Does Musical Urinetown Take The Proverbial?

Franco Milazzo
By Franco Milazzo Last edited 121 months ago
Does Musical Urinetown Take The Proverbial?

Richard Fleeshman stars in the London debut of Urinetown at the St James Theatre.
Richard Fleeshman stars in the London debut of Urinetown at the St James Theatre.

This week, Urinetown officially trickled into town at the St James Theatre. It may seek to take the proverbial out of the traditional West End yowlfests but does it artistically have a pot to piss in?
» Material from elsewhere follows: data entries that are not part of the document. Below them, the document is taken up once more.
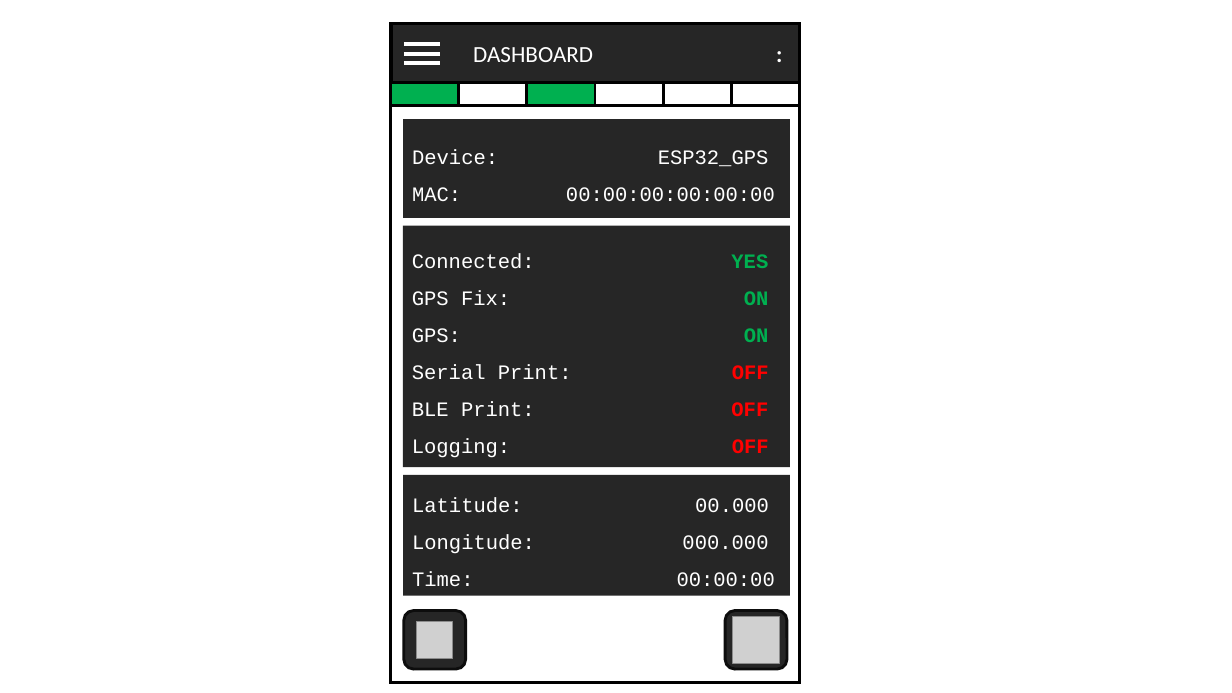
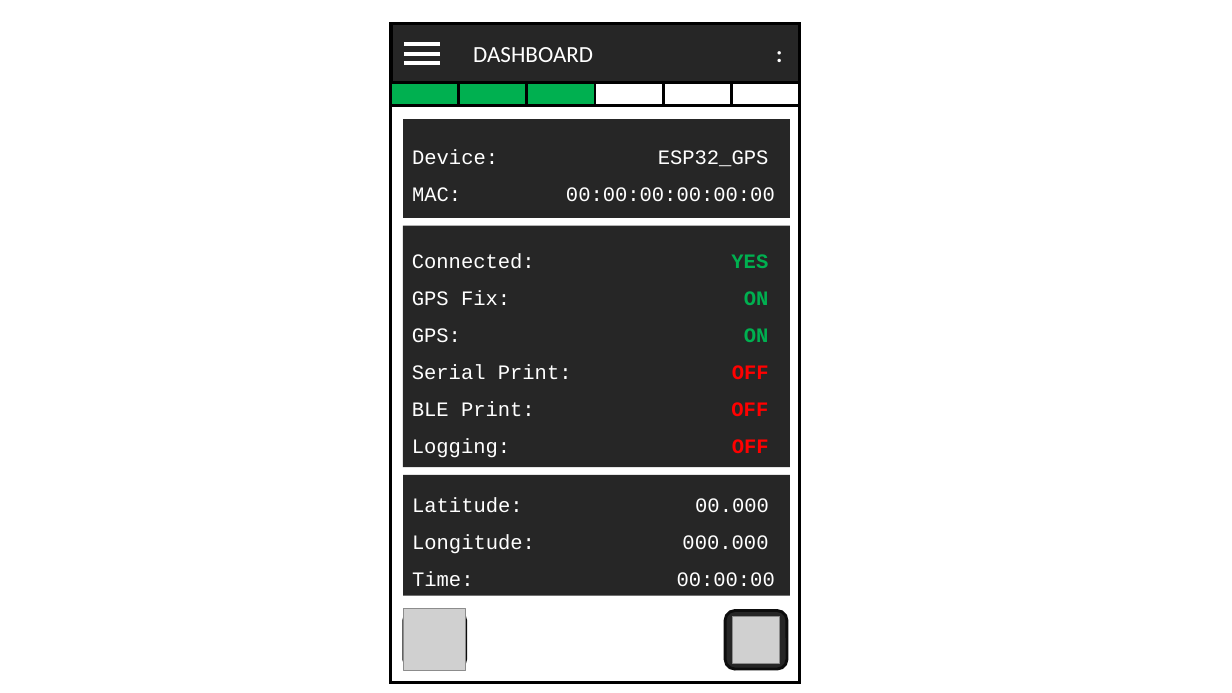
Before and after one commit to liuyal/Tiny_GPS_Logger, a slide deck: slide 1 of Test_Code/UI_examples/UI Mockup.pptx. Drawn at 1232x693 pixels with LibreOffice and Linux fonts; fonts in the diff are those of the drawing; grey boxes stand for pictures. Boxes give left, top, right and bottom in pixels: in the first picture for what was removed or moved away, otherwise in the second. Text is boxed around its words. In the diff, an @@ line names an element or a change of style, - is before the commit and + after.

```diff
--- a/Test_Code/UI_examples/UI Mockup.pptx
+++ b/Test_Code/UI_examples/UI Mockup.pptx
@@ rectangle at bbox=[458, 83, 527, 105]: fill #FFFFFF to #00B050 @@
@@ picture added at bbox=[404, 609, 466, 671] @@
@@ picture removed at bbox=[417, 622, 453, 659] @@
```
Also in this commit, not shown: 11 other files.
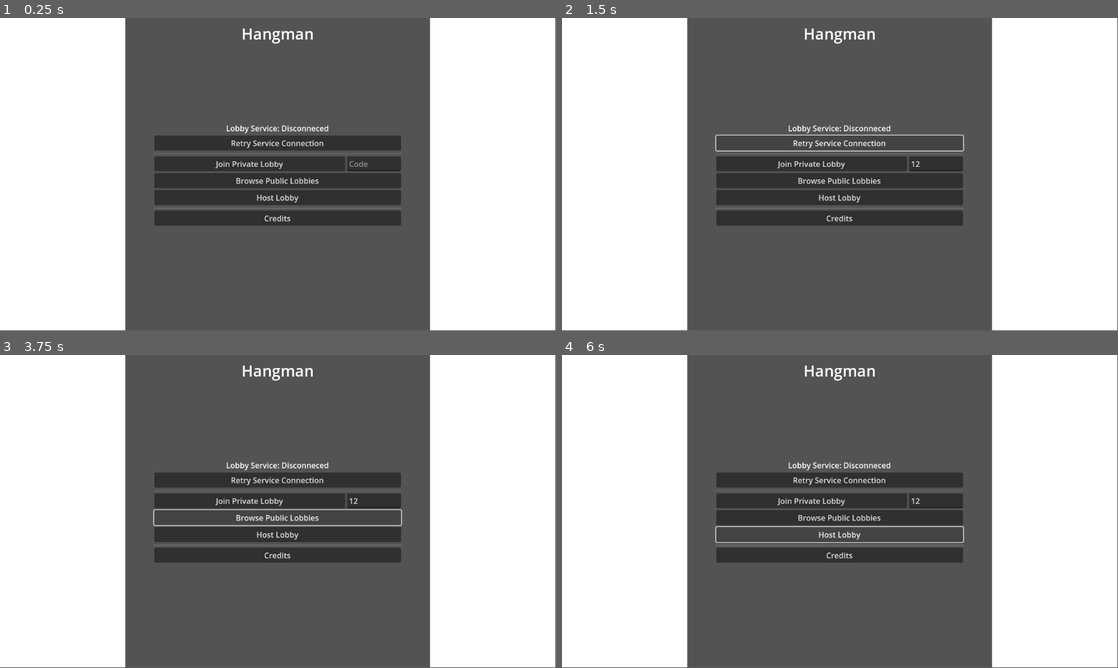
Above: before the commit, frames 1-4 (two rows, left to right).
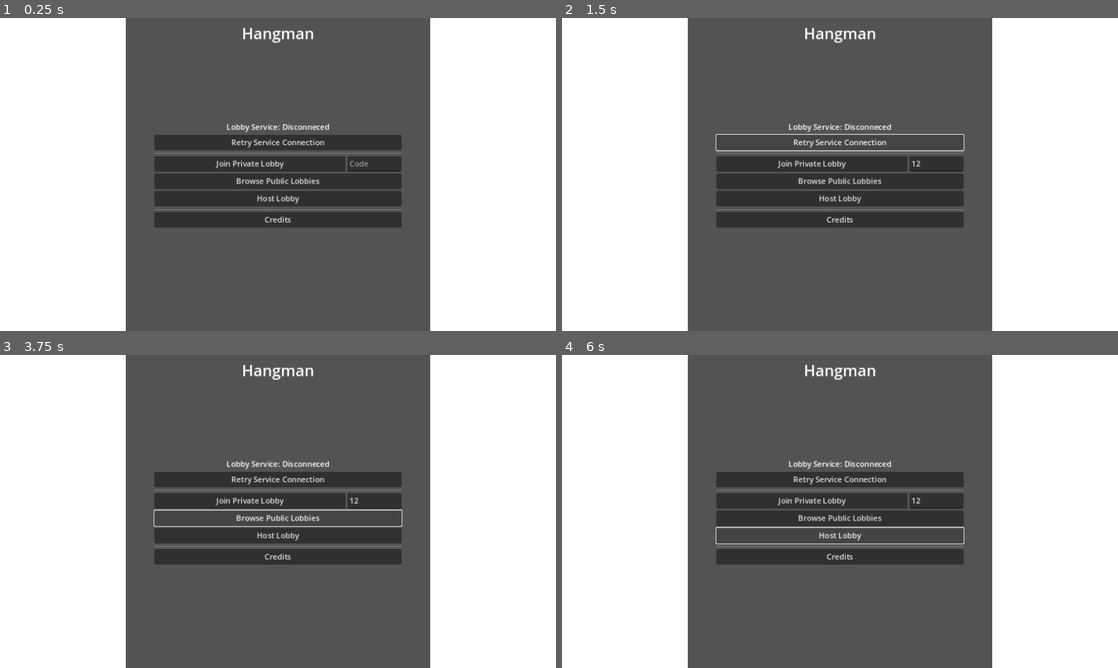
Above: after the commit, the same moments.

Repository: blazium-engine/example-game-hangman
Game: Godot game, scene res://menus/main_menu.tscn
Two runs of this game, one before a commit and one after it. Both use one fixed random seed, a clock stepped at 60 frames per second and the inputs below.
Inputs (mouse positions are in pixels of both pictures, inside the frame that each line leads up to):
- Up to frame 1 (0.25 s): no input
- Up to frame 2 (1.5 s): click (934, 165) at 0.52 s; type "12" at 0.6 s; click "Retry Service Connection" at 1.25 s
- Up to frame 3 (3.75 s): click "Retry Service Connection" at 2 s; click "Retry Service Connection" at 2.75 s; click "Browse Public Lobbies" at 3.5 s
- Up to frame 4 (6 s): click "Browse Public Lobbies" at 4.25 s; click "Browse Public Lobbies" at 5 s; click "Host Lobby" at 5.75 s
In our replay, the window is 799x449 before the commit and 800x450 after it. These sizes can differ from the game's own. Grey fills any space a smaller window leaves; there, only what the larger window draws over its background counts as a difference.

The runs differ from the first frame. In frame 1, 2.8% of the frame differs, in the area x 22-78%, y 0-100%; in frame 2, 3.2%; in frame 3, 3.1%; in frame 4, 3.1%.
Error after the commit: Parse Error: Could not find type "BlaziumLobby" in the current scope. (res://menus/main_menu.gd:3)

Commit message:
update123

Diff:
--- /dev/null
+++ b/main.tscn
@@ -0,0 +1,10 @@
+[gd_scene load_steps=2 format=3 uid="uid://bvyuw31lvsal7"]
+
+[ext_resource type="PackedScene" uid="uid://cjp8uk6p1a5l7" path="res://menus/main_menu.tscn" id="1_0l2fk"]
+
+[node name="Main" type="Node"]
+
+[node name="BlaziumLobby" type="BlaziumLobby" parent="."]
+
+[node name="MainMenu" parent="." node_paths=PackedStringArray("lobby") instance=ExtResource("1_0l2fk")]
+lobby = NodePath("../BlaziumLobby")
--- /dev/null
+++ b/menus/credits_menu.tscn
@@ -0,0 +1,9 @@
+[gd_scene format=3 uid="uid://b0tvm3x1npqxa"]
+
+[node name="CreditsMenu" type="Control"]
+layout_mode = 3
+anchors_preset = 15
+anchor_right = 1.0
+anchor_bottom = 1.0
+grow_horizontal = 2
+grow_vertical = 2
--- /dev/null
+++ b/menus/main_menu.gd
@@ -0,0 +1,12 @@
+extends ColorRect
+
+@export var lobby: BlaziumLobby
+
+# Called when the node enters the scene tree for the first time.
+func _ready() -> void:
+	lobby.connect_to_lobby()
+
+
+# Called every frame. 'delta' is the elapsed time since the previous frame.
+func _process(delta: float) -> void:
+	pass
--- a/menus/main_menu.tscn
+++ b/menus/main_menu.tscn
@@ -1,6 +1,7 @@
-[gd_scene load_steps=2 format=3 uid="uid://cjp8uk6p1a5l7"]
+[gd_scene load_steps=3 format=3 uid="uid://cjp8uk6p1a5l7"]
 
 [ext_resource type="LabelSettings" uid="uid://dhbiycipdoc0d" path="res://menus/header_label_settings.tres" id="1_7o5e6"]
+[ext_resource type="Script" path="res://menus/main_menu.gd" id="1_g12lh"]
 
 [node name="MainMenu" type="ColorRect"]
 anchors_preset = 15
@@ -8,6 +9,7 @@
 anchor_bottom = 1.0
 grow_horizontal = 2
 grow_vertical = 2
+script = ExtResource("1_g12lh")
 
 [node name="HBoxContainer" type="HBoxContainer" parent="."]
 layout_mode = 1
--- a/project.godot
+++ b/project.godot
@@ -15,6 +15,10 @@
 config/features=PackedStringArray("4.3", "GL Compatibility")
 config/icon="res://icon.svg"
 
+[display]
+
+window/stretch/mode="canvas_items"
+
 [dotnet]
 
 project/assembly_name="example-game-hangman"
Not shown, changed: .gitignore
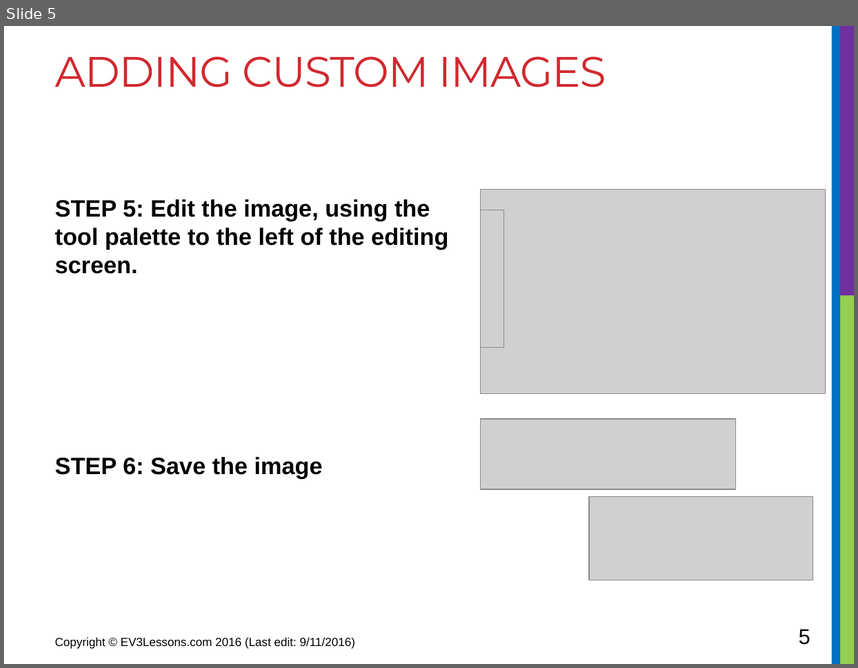
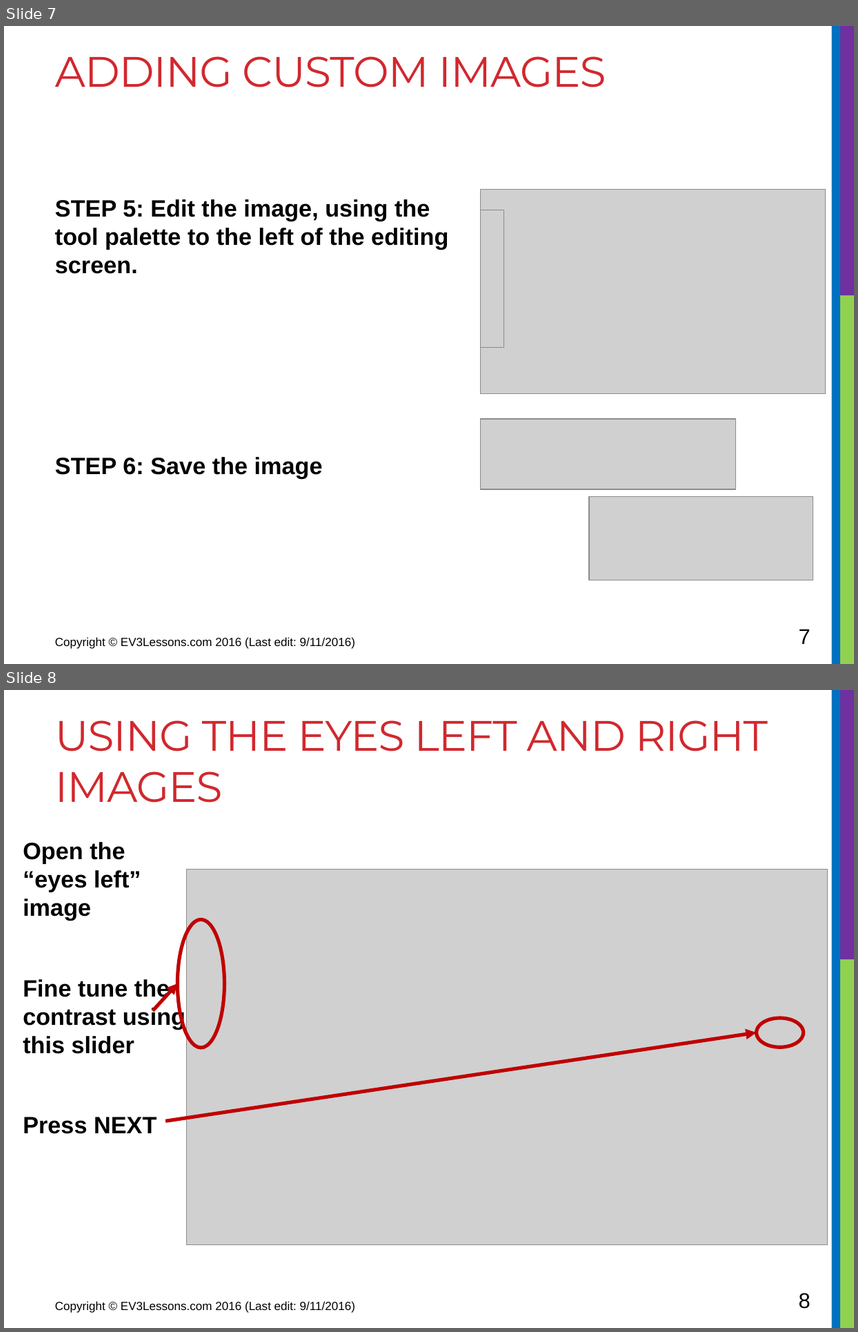
Before and after one commit to transfer99/transfer99.github.io, a slide deck: _site/15lego/CustomImagesSounds.pptx. Shown one above the other, each under a label of ours: slide 5 before the commit, slides 7 and 8 after it. The pictures are 858x668 and 858x1332 pixels, drawn with LibreOffice and Linux fonts; fonts in the diff are those of the drawing; grey boxes stand for pictures. Boxes give left, top, right and bottom in pixels: in the first picture for what was removed or moved away, otherwise in the second. Text is boxed around its words. In the diff, an @@ line names an element or a change of style, - is before the commit and + after.

Commit message:
complete NXT lesson 5
complete NXT lesson 5

```diff
--- a/_site/15lego/CustomImagesSounds.pptx
+++ b/_site/15lego/CustomImagesSounds.pptx
@@ slide 8 added at (4,690,854,1328), background #FFFFFF; not listed: 3 template elements that a slide beside it also shows @@
@@ title added at (55,720,768,802), 36 pt, text #D1282E @@
+USING THE EYES LEFT AND RIGHT IMAGES
@@ text added at (23,842,185,1134), 20 pt, text #000000, bold @@
+Open the “eyes left” image
+Fine tune the contrast using this slider
+Press NEXT
@@ picture added at (186,869,828,1245) @@
@@ ellipse added at (177,920,224,1048), outline #C00000 3 pt @@
@@ arrow added from (153, 1010) to (177, 983), #C00000 3 pt @@
@@ ellipse added at (756,1018,803,1047), outline #C00000 3 pt @@
@@ arrow added from (165, 1121) to (756, 1032), #C00000 3 pt @@
@@ text added at (55,1301,355,1312), 10 pt, text #000000 @@
+Copyright © EV3Lessons.com 2016 (Last edit: 9/11/2016)
@@ page number added at (799,1292,811,1308), 18 pt, text #000000 @@
+8
@@ what was slide 5 is now slide 7 @@
@@ page number at (799,628,811,644): text changed @@
-5
+7
```
Also in this commit, not shown: 4 other slides added, 9 other files.

That Urinetown is not your average musical is as plain as yellow snow. Set in a dystopian future of unspecified location, bent plod Officer Lockstock (Jonathan Slinger) is on hand to frequently break the fourth wall and happy-slap the audience with blunt exposition and spoilers. Playing Plato to this streetwise Socrates is (not so) Little Sally, a street urchin with a sharp tongue; between them they provide much of the evening’s humour. The other characters – and indeed the plot – are all nudge-nudge-wink-wink theatrical clichés, not least ex-Coronation Street Richard Fleeshman as Bobby Strong, our spunky hunk of a hero with ideals higher than his IQ.

Lining up against him, Simon Paisley Day is the deliciously evil Caldwell B Cladwell. A charismatic anti-Wonka possessing both a lustrous porno tache and a monopoly on public urinals, he wants the public to spend more and more pennies to relieve themselves. Failure to pay up means a one-way trip to the mysterious Urinetown and no-one wants that. Notable cast members Marc Elliot (Eastenders' Syed Masood) makes little impression on the proceedings and Jenna Russell (who sang the ultimate in sci-fi TV theme tune earworms) carries off a late and ludicrous plot twist with aplomb.

Unfortunately, apart from the rousing It’s A Privilege To Pee and gospel-infused Run, Freedom, Run, the show's songbook is about as memorable as the average morning micturition. The piss-poor attempts by some of the cast at a variety of wholly unnecessary mock-Yank accents jar on the ear and too few of the characters are fleshed out enough for us to care about them. Moreover, there are plot holes aplenty – which girl with a healthy sense of self-preservation would ride a bike to work on her first day then choose to walk home late at night through a rough part of town? – and the depressing denouement is enough to piss anyone off.

Having a couple of handsome soap stars in the cast is not enough these days to warrant the price of entry on those points alone. While Urinetown earned a golden shower of plaudits when it first came out over a decade ago, it has since been surpassed in the alt-musical stakes by the likes of Avenue Q and The Book of Mormon.

Urinetown is at St James Theatre, 12 Palace Street, SW1, until 3 May. Tickets £27.50-£49.50. Londonist saw this production on a complimentary press ticket.